> **Work item**
Look below for the line that has "Rect2(68, 89, 8, 8)". Set down the lines from there through the line that has "add_child(card)", exactly as written.

> **Data shown**
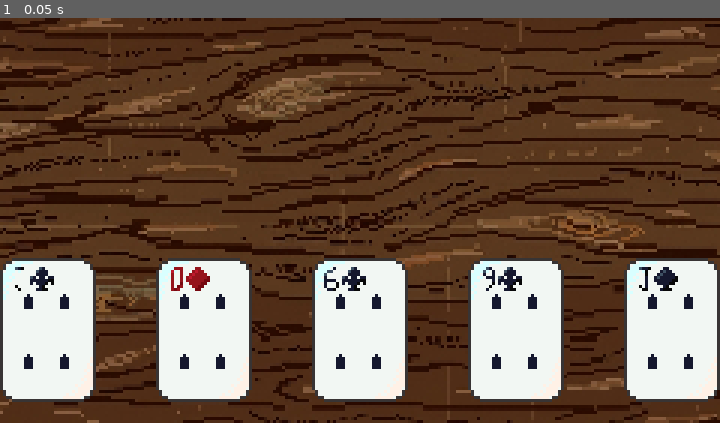
Above: before the commit, frame 1.
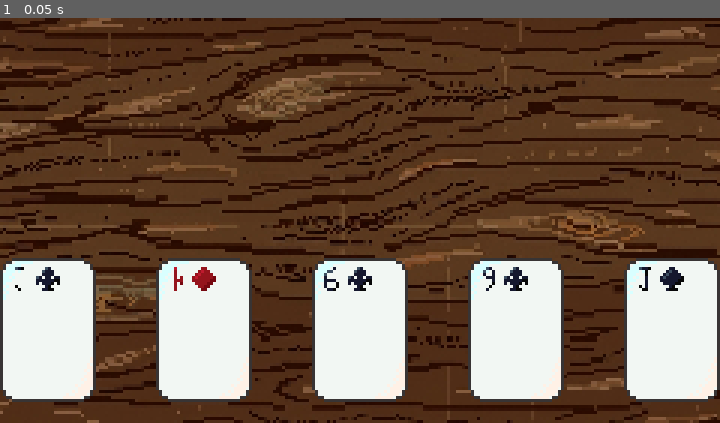
Above: after the commit, the same moment.

Repository: TESTLYgribble/CRAD
Game: Godot game, scene res://Scenes/main.tscn
Two runs of this game, one before a commit and one after it. Both use one fixed random seed, a clock stepped at 60 frames per second and the inputs below.
Inputs:
- Up to frame 1 (0.05 s): no input

The runs differ from the first frame. In frame 1, 1.5% of the frame differs, in the area x 3-97%, y 61-87%.

Commit message:
minor fixes related to debugging and Card Gen

Diff:
--- a/Scenes/card.tscn
+++ b/Scenes/card.tscn
@@ -92,6 +92,10 @@
 atlas = ExtResource("2_u5wvb")
 region = Rect2(55, 89, 5, 8)
 
+[sub_resource type="AtlasTexture" id="AtlasTexture_xnv4g"]
+atlas = ExtResource("2_u5wvb")
+region = Rect2(68, 89, 8, 8)
+
 [sub_resource type="AtlasTexture" id="AtlasTexture_oaj0s"]
 atlas = ExtResource("2_u5wvb")
 region = Rect2(6, 69, 5, 8)
@@ -138,6 +142,9 @@
 }, {
 "duration": 1.0,
 "texture": SubResource("AtlasTexture_kicxe")
+}, {
+"duration": 1.0,
+"texture": SubResource("AtlasTexture_xnv4g")
 }, {
 "duration": 1.0,
 "texture": SubResource("AtlasTexture_oaj0s")
@@ -215,7 +222,7 @@
 
 [node name="Card_symbol" type="AnimatedSprite2D" parent="whiteCard" unique_id=336866556]
 texture_filter = 1
-position = Vector2(-2, -17)
+position = Vector2(0, -17)
 sprite_frames = SubResource("SpriteFrames_1i5pp")
 animation = &"sym_Types"
 
--- a/Scripts/card.gd
+++ b/Scripts/card.gd
@@ -13,12 +13,13 @@
 	type = "NULL"
 }
 
-func _ready() -> void:
+func GenerateCard() -> void:
 	if card_value and card_value.material:
 		card_value.material = card_value.material.duplicate()
 		card_color = card_value.material as ShaderMaterial
+	print("Card ready:", name, " Parent:", get_parent())
+	print(get_path())
 
-	randomize()
 	Rnd_Card_Gen()
 	randomCardDetails()
 	checkBlack()
--- a/Scripts/card_small_face.gd
+++ b/Scripts/card_small_face.gd
@@ -1,15 +1 @@
 extends TileMapLayer
-
-@onready var card = owner
-var cardPattern:TileMapPattern
-const patternStart = Vector2i(2,0)
-var intCardFaceValue = 3
-
-
-
-func faceValAssign():
-	cardPattern = tile_set.get_pattern(intCardFaceValue-1)
-	set_pattern(patternStart,cardPattern)
-
-func _ready() -> void:
-	faceValAssign()
--- a/Scripts/main.gd
+++ b/Scripts/main.gd
@@ -16,6 +16,8 @@
 		card.position = Vector2(cardPos_X + (i * cardOffset), cardPos_Y)
 
 		add_child(card)
+		card.GenerateCard()
 
 func _ready() -> void:
+	randomize()
 	card_Spawn()
Binary file changed: Art/cardSprites.png
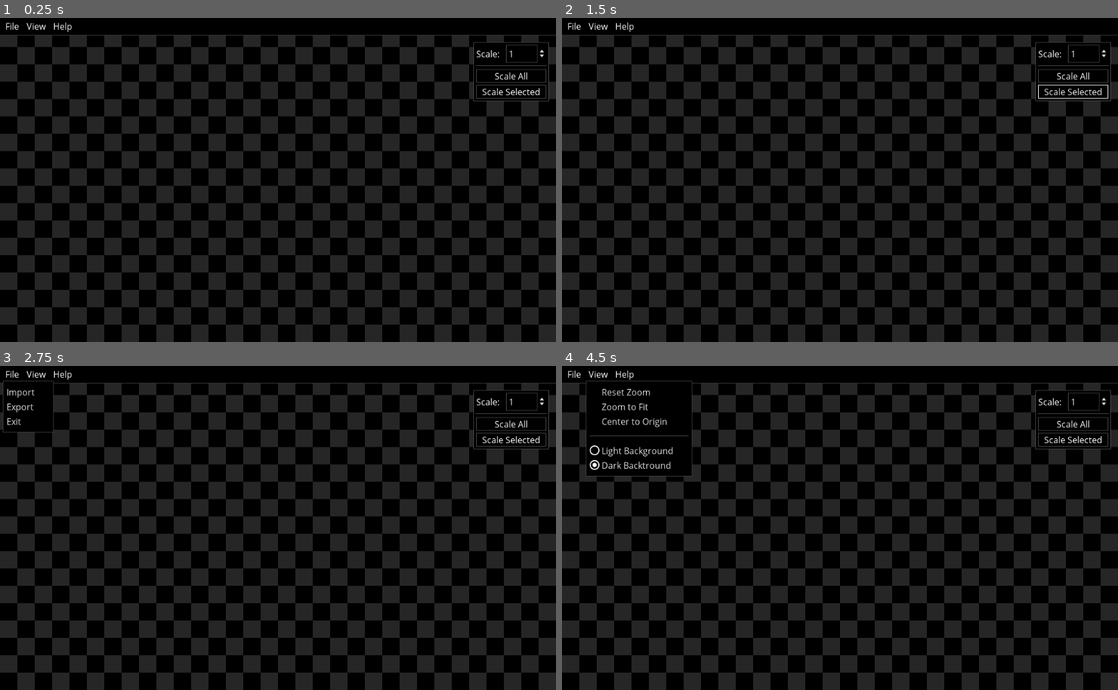
Above: before the commit, frames 1-4 (two rows, left to right).
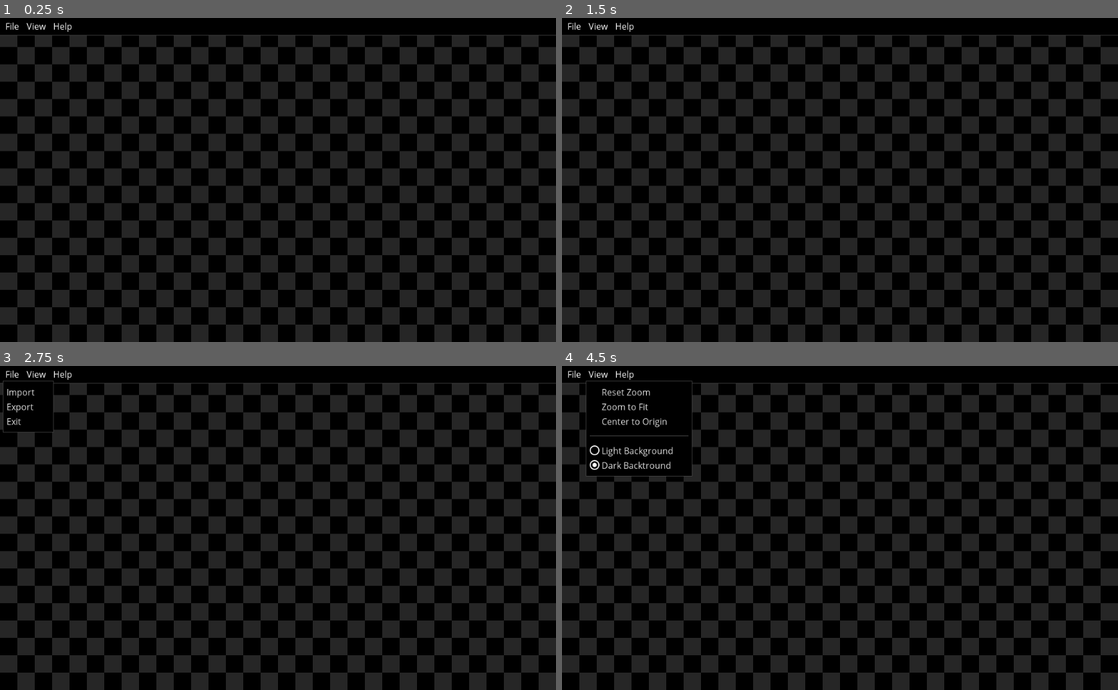
Above: after the commit, the same moments.

Repository: MeanLight-Studio/ScaleNX
Game: Godot game, scene res://Main.tscn
The game is run twice, just before and just after one commit, with the same random seed, the same clock (stepped at 60 frames per second) and the same inputs.
Inputs (mouse positions are in pixels of both pictures, inside the frame that each line leads up to):
- Up to frame 1 (0.25 s): no input
- Up to frame 2 (1.5 s): click (1073, 76) at 0.5 s, where only the run before the commit has a clickable "Scale All"; click (1073, 92) at 1.25 s, where only the run before the commit has a clickable "Scale Selected"
- Up to frame 3 (2.75 s): click "File" at 2 s
- Up to frame 4 (4.5 s): click "View" at 2.75 s; click "File" at 3.5 s; click "View" at 4.25 s

The runs differ from the first frame. In frame 1, 1.3% of the frame differs, in the area x 85-99%, y 7-26%; in frame 2, 1.4%; in frame 3, 1.3%; in frame 4, 1.3%.

Commit message:
Add scale all and scale selected features

Diff:
--- /dev/null
+++ b/GlobalScalePanel.gd
@@ -0,0 +1,24 @@
+extends PanelContainer
+
+export (NodePath) var sprites_container_path
+export (NodePath) var main_path
+
+onready var sprites_container := get_node(sprites_container_path)
+onready var main := get_node(main_path)
+onready var all_button := $VBoxContainer/All
+onready var selected_button := $VBoxContainer/Selected
+onready var spin_box := $VBoxContainer/HBoxContainer/SpinBox
+
+func _process(delta):
+	visible = sprites_container.get_child_count() > 1
+	selected_button.disabled = main.selected_sprites.size() <= 1
+
+
+func _on_All_pressed():
+	for sprite in sprites_container.get_children():
+		sprite.set_factor(spin_box.value)
+
+
+func _on_Selected_pressed():
+	for sprite in main.selected_sprites:
+		sprite.set_factor(spin_box.value)
--- a/Main.gd
+++ b/Main.gd
@@ -1,4 +1,6 @@
 extends Control
+
+signal selection_changed(selection)
 
 var selected_sprites := []
 
@@ -13,8 +15,6 @@
 onready var file_menu : PopupMenu = $ToolBar/VBoxContainer/FileMenu.get_popup()
 onready var view_menu : PopupMenu = $ToolBar/VBoxContainer/ViewMenu.get_popup()
 onready var help_menu : PopupMenu = $ToolBar/VBoxContainer/HelpMenu.get_popup()
-
-onready var spin_box := $Panel/VBoxContainer/HBoxContainer/SpinBox
 
 onready var checkboard := $CheckBoard
 
@@ -205,19 +205,19 @@
 		sprite.selected = true
 		selected_sprites.append(sprite)
 
-	spin_box.editable = true
+	emit_signal("selection_changed", selected_sprites)
 
 func set_unselected_sprite(sprite: Sprite):
 	if sprite in selected_sprites:
 		sprite.selected = false
 		selected_sprites.remove(selected_sprites.find(sprite))
-	spin_box.editable = not selected_sprites.empty()
+	emit_signal("selection_changed", selected_sprites)
 
 func clear_selection():
 	for sprite in selected_sprites:
 		sprite.selected = false
 	selected_sprites.clear()
-	spin_box.editable = false
+	emit_signal("selection_changed", selected_sprites)
 
 func _on_FileDialog_files_selected(paths):
 	$PopupDialog.popup()
--- a/Main.tscn
+++ b/Main.tscn
@@ -1,7 +1,8 @@
-[gd_scene load_steps=11 format=2]
+[gd_scene load_steps=12 format=2]
 
 [ext_resource path="res://MinimalUI/MinimalUI.tres" type="Theme" id=1]
 [ext_resource path="res://Main.gd" type="Script" id=2]
+[ext_resource path="res://GlobalScalePanel.gd" type="Script" id=3]
 [ext_resource path="res://Images/spriteshift.png" type="Texture" id=4]
 [ext_resource path="res://Images/twitter.png" type="Texture" id=5]
 [ext_resource path="res://Images/itchio.png" type="Texture" id=6]
@@ -91,13 +92,13 @@
 margin_top = -184.0
 margin_right = 332.0
 margin_bottom = 184.0
-window_title = "Open File(s)"
+window_title = "Abrir Archivo(s)"
 mode = 1
 access = 2
 filters = PoolStringArray( "*.png", "*.jpg", "*.jpeg", "*.bmp" )
-current_dir = "/home/azagaya/GameDev/ScaleNX"
+current_dir = "/home/pablo/Documentos/ScaleNX"
 current_file = "icon.png"
-current_path = "/home/azagaya/GameDev/ScaleNX/icon.png"
+current_path = "/home/pablo/Documentos/ScaleNX/icon.png"
 __meta__ = {
 "_edit_use_anchors_": false
 }
@@ -309,7 +310,7 @@
 "_edit_use_anchors_": false
 }
 
-[node name="Panel" type="PanelContainer" parent="."]
+[node name="GlobalScalePanel" type="PanelContainer" parent="."]
 anchor_left = 1.0
 anchor_right = 1.0
 margin_left = -152.0
@@ -318,34 +319,41 @@
 margin_bottom = 148.0
 grow_horizontal = 0
 mouse_filter = 2
+size_flags_horizontal = 5
+size_flags_vertical = 5
 custom_styles/panel = SubResource( 4 )
-__meta__ = {
-"_edit_use_anchors_": false
-}
-
-[node name="VBoxContainer" type="VBoxContainer" parent="Panel"]
+script = ExtResource( 3 )
+__meta__ = {
+"_edit_use_anchors_": false
+}
+sprites_container_path = NodePath("../ViewportContainer/Viewport/Sprites")
+main_path = NodePath("..")
+
+[node name="VBoxContainer" type="VBoxContainer" parent="GlobalScalePanel"]
 margin_left = 5.0
 margin_top = 5.0
 margin_right = 134.0
 margin_bottom = 104.0
 grow_horizontal = 2
 grow_vertical = 2
-__meta__ = {
-"_edit_use_anchors_": false
-}
-
-[node name="HBoxContainer" type="HBoxContainer" parent="Panel/VBoxContainer"]
+size_flags_horizontal = 5
+size_flags_vertical = 5
+__meta__ = {
+"_edit_use_anchors_": false
+}
+
+[node name="HBoxContainer" type="HBoxContainer" parent="GlobalScalePanel/VBoxContainer"]
 margin_right = 129.0
 margin_bottom = 33.0
 
-[node name="Label" type="Label" parent="Panel/VBoxContainer/HBoxContainer"]
+[node name="Label" type="Label" parent="GlobalScalePanel/VBoxContainer/HBoxContainer"]
 margin_top = 5.0
 margin_right = 51.0
 margin_bottom = 28.0
 size_flags_horizontal = 3
 text = "Scale:"
 
-[node name="SpinBox" type="SpinBox" parent="Panel/VBoxContainer/HBoxContainer"]
+[node name="SpinBox" type="SpinBox" parent="GlobalScalePanel/VBoxContainer/HBoxContainer"]
 margin_left = 55.0
 margin_right = 129.0
 margin_bottom = 33.0
@@ -353,18 +361,18 @@
 max_value = 9.0
 value = 1.0
 
-[node name="HSeparator" type="HSeparator" parent="Panel/VBoxContainer"]
+[node name="HSeparator" type="HSeparator" parent="GlobalScalePanel/VBoxContainer"]
 margin_top = 37.0
 margin_right = 129.0
 margin_bottom = 41.0
 
-[node name="All" type="Button" parent="Panel/VBoxContainer"]
+[node name="All" type="Button" parent="GlobalScalePanel/VBoxContainer"]
 margin_top = 45.0
 margin_right = 129.0
 margin_bottom = 70.0
 text = "Scale All"
 
-[node name="Selected" type="Button" parent="Panel/VBoxContainer"]
+[node name="Selected" type="Button" parent="GlobalScalePanel/VBoxContainer"]
 margin_top = 74.0
 margin_right = 129.0
 margin_bottom = 99.0
@@ -381,12 +389,10 @@
 }
 
 [node name="ScrollContainer" type="ScrollContainer" parent="."]
-anchor_left = 1.0
-anchor_right = 1.0
-anchor_bottom = 1.0
-margin_left = -1016.0
+anchor_bottom = 1.0
+margin_left = 8.0
 margin_top = 40.0
-margin_right = -832.0
+margin_right = 192.0
 margin_bottom = -8.0
 mouse_filter = 2
 __meta__ = {
@@ -408,3 +414,5 @@
 [connection signal="pressed" from="AboutDialog/HBoxContainer/Button" to="AboutDialog" method="_on_Button_pressed"]
 [connection signal="pressed" from="AboutDialog/HBoxContainer/Button2" to="AboutDialog" method="_on_Button2_pressed"]
 [connection signal="pressed" from="AboutDialog/TextureRect/MeanlightLink" to="AboutDialog" method="_on_MeanlightLink_pressed"]
+[connection signal="pressed" from="GlobalScalePanel/VBoxContainer/All" to="GlobalScalePanel" method="_on_All_pressed"]
+[connection signal="pressed" from="GlobalScalePanel/VBoxContainer/Selected" to="GlobalScalePanel" method="_on_Selected_pressed"]
Not shown, changed: Images/itchio.png.import
Not shown, changed: Images/spriteshift.png.import
Not shown, changed: Images/twitter.png.import

> **Output below**
+region = Rect2(68, 89, 8, 8)
+
 [sub_resource type="AtlasTexture" id="AtlasTexture_oaj0s"]
 atlas = ExtResource("2_u5wvb")
 region = Rect2(6, 69, 5, 8)
@@ -138,6 +142,9 @@
 }, {
 "duration": 1.0,
 "texture": SubResource("AtlasTexture_kicxe")
+}, {
+"duration": 1.0,
+"texture": SubResource("AtlasTexture_xnv4g")
 }, {
 "duration": 1.0,
 "texture": SubResource("AtlasTexture_oaj0s")
@@ -215,7 +222,7 @@
 
 [node name="Card_symbol" type="AnimatedSprite2D" parent="whiteCard" unique_id=336866556]
 texture_filter = 1
-position = Vector2(-2, -17)
+position = Vector2(0, -17)
 sprite_frames = SubResource("SpriteFrames_1i5pp")
 animation = &"sym_Types"
 
--- a/Scripts/card.gd
+++ b/Scripts/card.gd
@@ -13,12 +13,13 @@
 	type = "NULL"
 }
 
-func _ready() -> void:
+func GenerateCard() -> void:
 	if card_value and card_value.material:
 		card_value.material = card_value.material.duplicate()
 		card_color = card_value.material as ShaderMaterial
+	print("Card ready:", name, " Parent:", get_parent())
+	print(get_path())
 
-	randomize()
 	Rnd_Card_Gen()
 	randomCardDetails()
 	checkBlack()
--- a/Scripts/card_small_face.gd
+++ b/Scripts/card_small_face.gd
@@ -1,15 +1 @@
 extends TileMapLayer
-
-@onready var card = owner
-var cardPattern:TileMapPattern
-const patternStart = Vector2i(2,0)
-var intCardFaceValue = 3
-
-
-
-func faceValAssign():
-	cardPattern = tile_set.get_pattern(intCardFaceValue-1)
-	set_pattern(patternStart,cardPattern)
-
-func _ready() -> void:
-	faceValAssign()
--- a/Scripts/main.gd
+++ b/Scripts/main.gd
@@ -16,6 +16,8 @@
 		card.position = Vector2(cardPos_X + (i * cardOffset), cardPos_Y)
 
 		add_child(card)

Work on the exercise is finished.